As what is essentially a traffic controller for enterprise agentic workflows, orchestration expands the value of individual models without limiting the system to a single platform. The quality of your models still does bear some significance, but even the fastest or smartest models aren’t worth the investment if you can’t utilize them to operate in multiple places where work gets done.
With orchestration, the AI stack operates as a single system rather than something fragmented, while the orchestration layer manages context, handoffs, permissions, and the rules to govern how work moves across the business.
Fragmented AI describes AI systems operating in point solutions that are unable to communicate or collaborate with one another to complete goals across the enterprise.
AI systems become fragmented when they can’t communicate ontologies, contextual, or semantic understanding outside of their siloed app which is the case for many app native AI-integrations.
Ontologies are keywords in your business as defined by your business. AI agents need to understand what the word ‘order’ or ‘customer’ means to your business in order to produce reliable and relevant outputs.

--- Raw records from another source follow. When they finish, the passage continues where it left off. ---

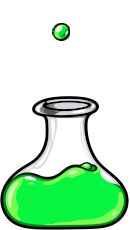
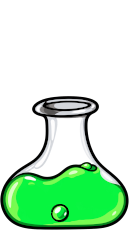
Revision of a layered 130x230 image; what changed, layer by layer:
pixels changed over [51, 23, 70, 222] (layer not identified)
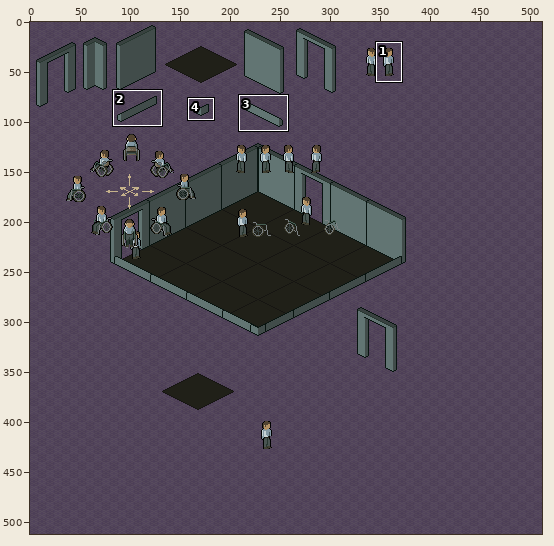
Pixel-art file, stored at assets/img/isometrictest1.aseprite. Above: a wide view before the commit, with the close-up outlined.
Close-up. Before the edit:
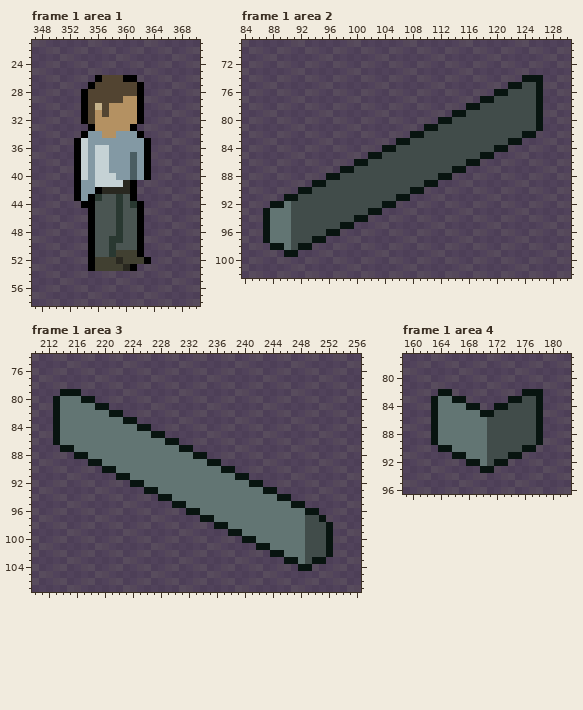
512x512 pixels, 3 frames. Colours within 5 levels of each other are drawn and written as one. Shown: frame 1 area 1: x 347..370, y 21..58; frame 1 area 2: x 84..130, y 69..102; frame 1 area 3: x 210..256, y 74..107; frame 1 area 4: x 159..182, y 77..96. The commit also changed other frames or places, which this record leaves out.
After:
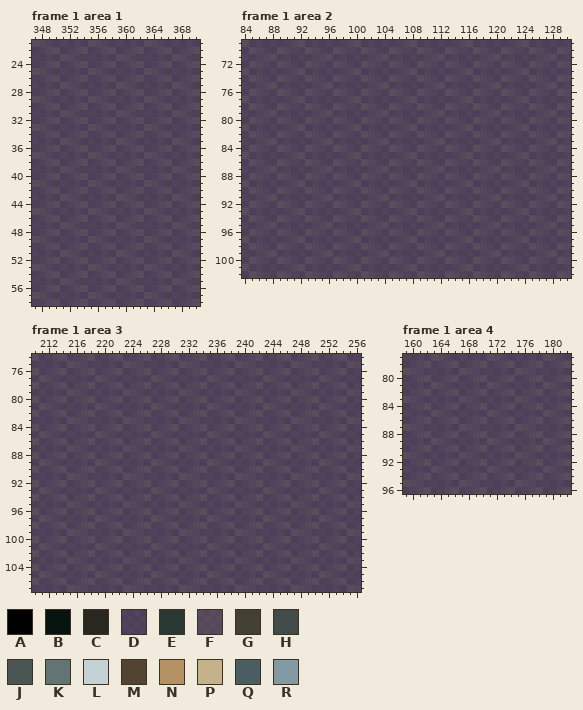
Palette (. is transparent): A #000000  B #081410  C #292820  D #241b2fb8  E #293831  F #362e3ac2  G #414031  H #414c4a  J #4a5552  K #627573  L #c5d2d5  M #524431  N #b49162  P #c5b28b  Q #4a5d62  R #8399a4
Edits made:
layer "test22" now hidden
Changed rows in their new state; - is an unchanged pixel.
Frame 1 area 1:
first column x 353:
26 ---DFFDDF--
27 --DDDDFFDD-
28 -FDDFFDDFF-
29 -DFFDDDDDD-
30 -FDDFFDDFF-
31 -DDDDDFFDD-
32 -FDDFFDDFF-
33 --FFDDDDD--
34 -FDDFFDDFF-
35 DDDDDDFFDDD
36 FFDDFFDDFFD
37 DDFFDDDDDDF
38 FFDDFFDDFFD
39 DDDDDDFFDDD
40 FFDDFFDDFFD
41 DDFFDDDDD--
42 FFDDFFDDF--
43 DDDDDDFFD--
44 -FDDFFDDFF-
45 --FFDDDDDD-
46 --DDFFDDFF-
47 --DDDDFFDD-
48 --DDFFDDFF-
49 --FFDDDDDD-
50 --DDFFDDFF-
51 --DDDDFFDD-
52 --DDFFDDFFD
53 --FFDDDDD--
Frame 1 area 2:
first column x 87:
 74 -------------------------------------DFF
 75 -----------------------------------DDDDD
 76 ---------------------------------DFFDDFF
 77 -------------------------------DDDDDFFDD
 78 -----------------------------DFFDDFFDDFF
 79 ---------------------------DDDDDFFDDDDDD
 80 -------------------------DFFDDFFDDFFDDFF
 81 -----------------------DDDDDFFDDDDDDFFDD
 82 ---------------------DFFDDFFDDFFDDFFDDF-
 83 -------------------DDDDDFFDDDDDDFFDDD---
 84 -----------------DFFDDFFDDFFDDFFDDF-----
 85 ---------------DDDDDFFDDDDDDFFDDD-------
 86 -------------DFFDDFFDDFFDDFFDDF---------
 87 -----------DDDDDFFDDDDDDFFDDD-----------
 88 ---------DFFDDFFDDFFDDFFDDF-------------
 89 -------DDDDDFFDDDDDDFFDDD---------------
 90 -----DFFDDFFDDFFDDFFDDF-----------------
 91 ---DDDDDFFDDDDDDFFDDD-------------------
 92 -DFFDDFFDDFFDDFFDDF---------------------
 93 DDDDFFDDDDDDFFDDD-----------------------
 94 DDFFDDFFDDFFDDF-------------------------
 95 FFDDDDDDFFDDD---------------------------
 96 DDFFDDFFDDF-----------------------------
 97 DDDDFFDDD-------------------------------
 98 -DFFDDF---------------------------------
 99 ---DD-----------------------------------
Frame 1 area 3:
first column x 213:
 79 -DFF------------------------------------
 80 FFDDFF----------------------------------
 81 DDDDDDFF--------------------------------
 82 FFDDFFDDFF------------------------------
 83 DDFFDDDDDDFF----------------------------
 84 FFDDFFDDFFDDFF--------------------------
 85 DDDDDDFFDDDDDDFF------------------------
 86 FFDDFFDDFFDDFFDDFF----------------------
 87 -DFFDDDDDDFFDDDDDDFF--------------------
 88 ---DFFDDFFDDFFDDFFDDFF------------------
 89 -----DFFDDDDDDFFDDDDDDFF----------------
 90 -------DFFDDFFDDFFDDFFDDFF--------------
 91 ---------DFFDDDDDDFFDDDDDDFF------------
 92 -----------DFFDDFFDDFFDDFFDDFF----------
 93 -------------DFFDDDDDDFFDDDDDDFF--------
 94 ---------------DFFDDFFDDFFDDFFDDFF------
 95 -----------------DFFDDDDDDFFDDDDDDFF----
 96 -------------------DFFDDFFDDFFDDFFDDFF--
 97 ---------------------DFFDDDDDDFFDDDDDDF-
 98 -----------------------DFFDDFFDDFFDDFFDD
 99 -------------------------DFFDDDDDDFFDDDD
100 ---------------------------DFFDDFFDDFFDD
101 -----------------------------DFFDDDDDDFF
102 -------------------------------DFFDDFFDD
103 ---------------------------------DFFDDD-
104 -----------------------------------DF---
Frame 1 area 4:
first column x 163:
82 -DF----------DFF
83 DDDDF------DFFDD
84 DDFFDDF--DFFDDFF
85 FFDDDDDDFFDDDDDD
86 DDFFDDFFDDFFDDFF
87 DDDDFFDDDDDDFFDD
88 DDFFDDFFDDFFDDFF
89 FFDDDDDDFFDDDDDD
90 -DFFDDFFDDFFDDF-
91 ---DFFDDDDDDF---
92 -----DFFDDF-----
93 -------DF-------
Pixel boxes of the changes (left, top, right, bottom) in both close-ups:
changed: (74, 75, 151, 271)
changed: (263, 75, 543, 257)
changed: (53, 389, 333, 571)
changed: (431, 389, 543, 473)
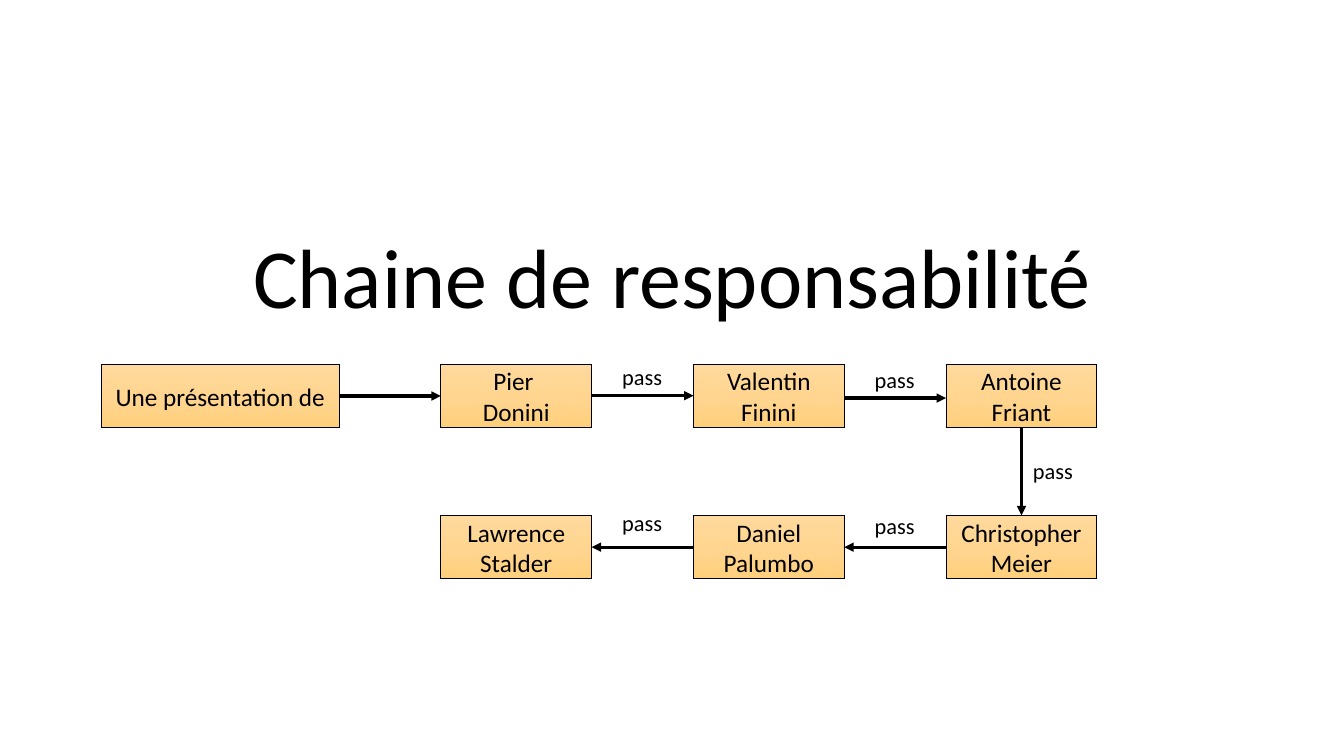
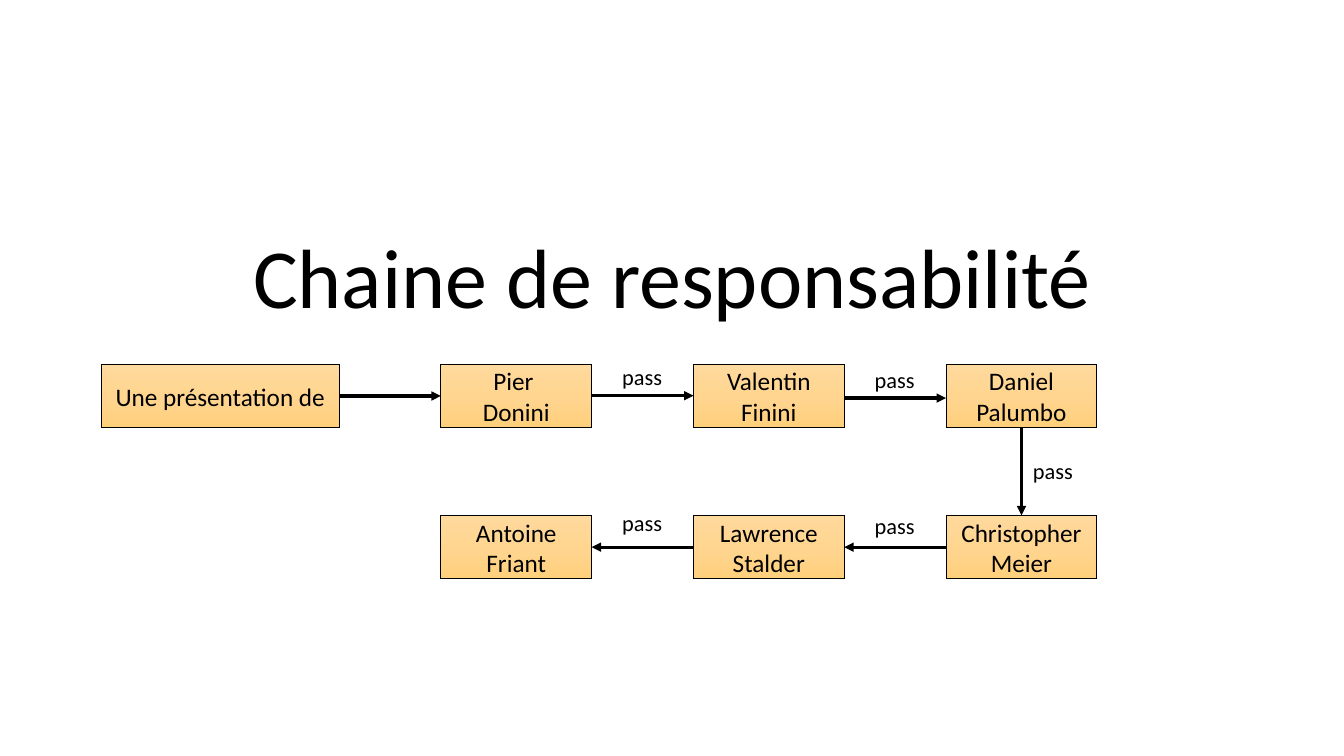
Before and after one commit to FontaineRiant/CoRe, a slide deck: slide 1 of presentation/chaine_responsabilite.pptx. Drawn at 1344x756 pixels with LibreOffice and Linux fonts; fonts in the diff are those of the drawing. Boxes give left, top, right and bottom in pixels: in the first picture for what was removed or moved away, otherwise in the second. Text is boxed around its words. In the diff, an @@ line names an element or a change of style, - is before the commit and + after.

```diff
--- a/presentation/chaine_responsabilite.pptx
+++ b/presentation/chaine_responsabilite.pptx
@@ text in rectangle at (x1=976, y1=372, x2=1066, y2=421): text changed @@
-Antoine Friant
+Daniel Palumbo
@@ text in rectangle at (x1=476, y1=524, x2=557, y2=572): text changed @@
-Lawrence Stalder
+Antoine Friant
@@ text in rectangle at (x1=720, y1=525, x2=818, y2=572): text changed @@
-Daniel Palumbo
+Lawrence Stalder
```
Also in this commit, not shown: 1 other slide changed, 1 other file.

Semantic data is the actual information of your business assigned by your business. AI agents need to understand that if an ontology defines ‘customer’ as a three digit number, then ID# 982 is a customer.
Contextual data provides AI agents with information about the current situation to improve the accuracy and quality of responses. If a user is requesting information, knowing their relationship to the organization, what device are they using, or where they are asking from can help generate more relevant, or more secure response.
AI orchestration opens agents to MCP and A2A protocols allowing specialized and multi-modal agents to coordinate across apps and solutions.